En plus de l’architecture, Katja Pargger officie en tant que designer, et notamment pour la maison de mode Chloé. « J’ai pu transposer mes réflexions architecturales à l’échelle de l’objet. C’était une façon de condenser mes principes : matérialité, sensualité des textures, harmonie des lignes. Les pièces créées ne sont pas de simples meubles, mais des fragments d’espace. Elles prolongent une idée d’architecture domestique douce et enveloppante, où forme et geste sont liés. Les canapés, composés de deux demi-cercles en cuir marron, évoquent un conversation pit intime et chaleureux, jouant sur la tension entre courbes accueillantes et rigueur formelle d’une architecture moderniste. La table basse, réalisée à la main en céramique laquée noire, crée un contraste saisissant avec la douceur et la chaleur du cuir. Le banc et le tabouret, avec piètement en inox fin et assise en cuir marron, jouent aussi sur la dialectique entre légèreté métallique et sensualité des matières naturelles. »
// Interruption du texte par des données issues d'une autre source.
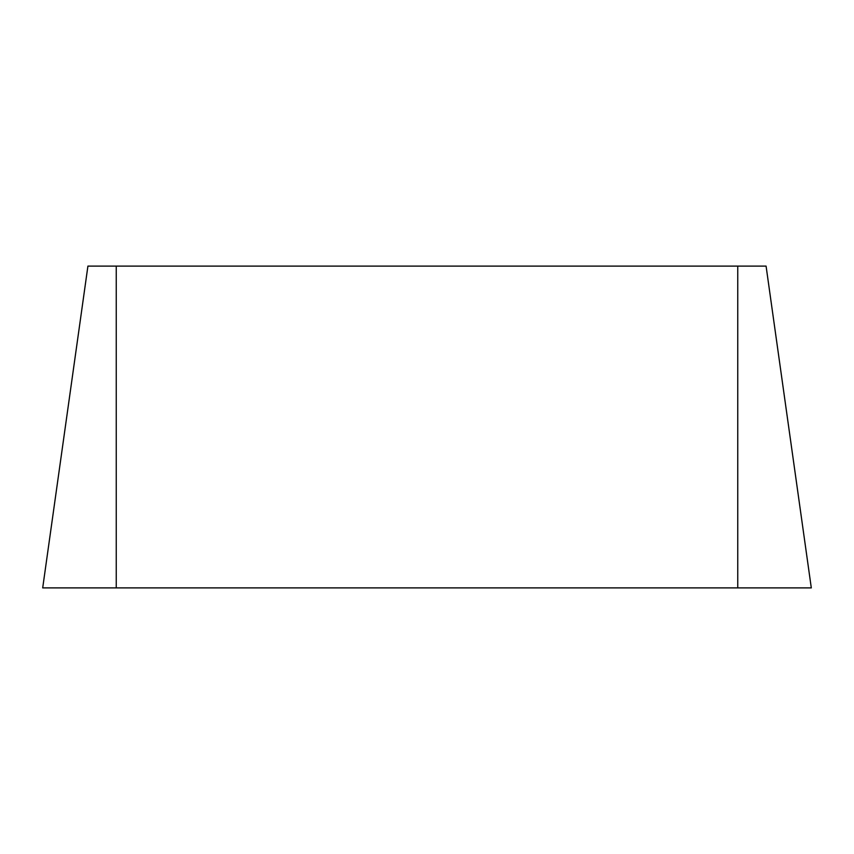 <?xml version="1.0" encoding="UTF-8"?>
<svg xmlns="http://www.w3.org/2000/svg" width="854" height="854" viewBox="0 0 854 854"><rect width="100%" height="100%" fill="white"/><g stroke="black" fill="none" stroke-linecap="round" stroke-linejoin="round"><path stroke-width="0.64" stroke-dasharray="4.27 3.2" d="M87.919 266.106L766.081 266.106M42.7 587.894L811.3 587.894M737.749 587.894L737.749 266.106M116.251 587.894L116.251 266.106"/><path stroke-width="1.28" d="M766.081 266.106L811.3 587.894L766.081 266.106L87.919 266.106L42.7 587.894L87.919 266.106M811.3 587.894L42.7 587.894M737.749 587.894L737.749 266.106M116.251 587.894L116.251 266.106"/></g></svg>

Autre corde à son arc, ces « items », qui sont bien éloignés de l’univers de l’architecture, comme cet étonnant kimono en latex. « Ce n’est ni une ligne d’objets, ni une œuvre d’art au sens strict, mais une expression personnelle. C’est une manière de donner corps à des intuitions et matières qui m’inspirent, sans répondre à une commande ou fonction précise. […] Cela fait des années que je rêve de créer un kimono, mais faute de temps je l’avais laissé de côté. Pour un shooting récent, c’est grâce à Aurore Lameyre que ce projet a vu le jour. Le latex y est vivant, cohérent avec la matière, mais aussi avec l’idée de ne pas faire un vêtement ordinaire, plutôt un prototype. » Un univers passionnant, qui oscille entre luxe, sophistication, durabilité et innovation.